3. **Distribute Files:** Move images and their corresponding label files into the respective directories based on their assigned split.

#### 4.3.1.3 Implementation Details
- **Directories Involved:**
  - Source Directory: `/home/mangguai/capstone/code/Master_Dataset/export`
  - Target Directories:
    - Training: `/home/mangguai/capstone/code/Master_Dataset/train`
    - Validation: `/home/mangguai/capstone/code/Master_Dataset/valid`
    - Testing: `/home/mangguai/capstone/code/Master_Dataset/test`
- **File Management:** Ensure each image and its corresponding label file are moved together to maintain consistency between image data and annotations.

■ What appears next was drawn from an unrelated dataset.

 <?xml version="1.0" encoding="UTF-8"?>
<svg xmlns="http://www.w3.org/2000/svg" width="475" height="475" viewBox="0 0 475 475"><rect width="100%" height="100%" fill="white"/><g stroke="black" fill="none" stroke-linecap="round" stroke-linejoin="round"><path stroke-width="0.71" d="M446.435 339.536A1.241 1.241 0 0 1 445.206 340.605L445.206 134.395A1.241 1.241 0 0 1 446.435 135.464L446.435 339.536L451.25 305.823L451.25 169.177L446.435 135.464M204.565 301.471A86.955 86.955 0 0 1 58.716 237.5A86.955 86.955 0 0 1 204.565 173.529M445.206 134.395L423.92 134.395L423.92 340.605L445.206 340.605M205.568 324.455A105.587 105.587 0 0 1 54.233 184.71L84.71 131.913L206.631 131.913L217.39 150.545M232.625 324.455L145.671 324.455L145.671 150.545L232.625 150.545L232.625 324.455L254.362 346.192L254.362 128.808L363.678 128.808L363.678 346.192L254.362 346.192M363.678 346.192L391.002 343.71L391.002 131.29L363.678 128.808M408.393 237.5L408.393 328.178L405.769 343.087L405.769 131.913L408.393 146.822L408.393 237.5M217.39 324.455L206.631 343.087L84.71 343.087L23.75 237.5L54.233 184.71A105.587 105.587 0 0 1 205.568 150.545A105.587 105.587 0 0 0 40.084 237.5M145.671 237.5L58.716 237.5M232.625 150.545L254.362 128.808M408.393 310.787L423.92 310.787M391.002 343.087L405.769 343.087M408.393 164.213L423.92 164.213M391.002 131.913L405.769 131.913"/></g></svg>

#### 4.3.1.4 Considerations
- **File Formats:** Adjust the script if your image or label files use formats other than .jpg for images or .txt for labels.
- **Random Seed:** Set a random seed (e.g., 42) for reproducibility of the splits.
- **Directory Checks:** Verify the existence of the target directories before running the script or incorporate directory creation logic within the script.

#### 4.3.1.5 Execution
Run the provided Python script to perform the split. Monitor the process to verify that files are appropriately distributed and that class distribution goals are met.


In [None]:
import os
import shutil
from collections import defaultdict
from sklearn.model_selection import train_test_split

def count_classes(label_dir):
    class_counts = defaultdict(int)
    image_classes = defaultdict(set)
    
    for label_file in os.listdir(label_dir):
        path = os.path.join(label_dir, label_file)
        with open(path, 'r') as file:
            for line in file:
                class_index = line.split()[0]
                class_counts[int(class_index)] += 1
                image_classes[label_file].add(int(class_index))
    return class_counts, image_classes

def split_datasets(base_dir, output_dirs, split_ratio=(0.7, 0.2, 0.1)):
    label_dir = os.path.join(base_dir, 'labels')
    image_dir = os.path.join(base_dir, 'images')
    
    class_counts, image_classes = count_classes(label_dir)
    
    # Sort images by the rarity of their classes
    sorted_images = sorted(image_classes.keys(), key=lambda x: min(class_counts[i] for i in image_classes[x]))
    
    # Split images into training, validation, and testing
    train_val, test = train_test_split(sorted_images, test_size=split_ratio[2], random_state=42)
    train, val = train_test_split(train_val, test_size=split_ratio[1] / (split_ratio[0] + split_ratio[1]), random_state=42)
    
    # Function to move files
    def move_files(files, dest_dir):
        for file_name in files:
            # Move label file
            shutil.move(os.path.join(label_dir, file_name), os.path.join(dest_dir, 'labels', file_name))
            # Move corresponding image file
            image_file_name = file_name.replace('.txt', '.jpg')  # Assuming image files are .jpg
            shutil.move(os.path.join(image_dir, image_file_name), os.path.join(dest_dir, 'images', image_file_name))
    
    # Move files to respective directories
    move_files(train, os.path.join(output_dirs['train']))
    move_files(val, os.path.join(output_dirs['valid']))
    move_files(test, os.path.join(output_dirs['test']))

# Example usage
base_dir = '/home/mangguai/capstone/code/Master_Dataset/export'
output_dirs = {
    'train': '/home/mangguai/capstone/code/Master_Dataset/train',
    'valid': '/home/mangguai/capstone/code/Master_Dataset/valid',
    'test': '/home/mangguai/capstone/code/Master_Dataset/test'
}
split_datasets(base_dir, output_dirs)


Out of the total dataset, **3500 images** were identified as having no associated labels. These images are considered "leftover" as they cannot be directly used in supervised machine learning tasks which require labeled data for training.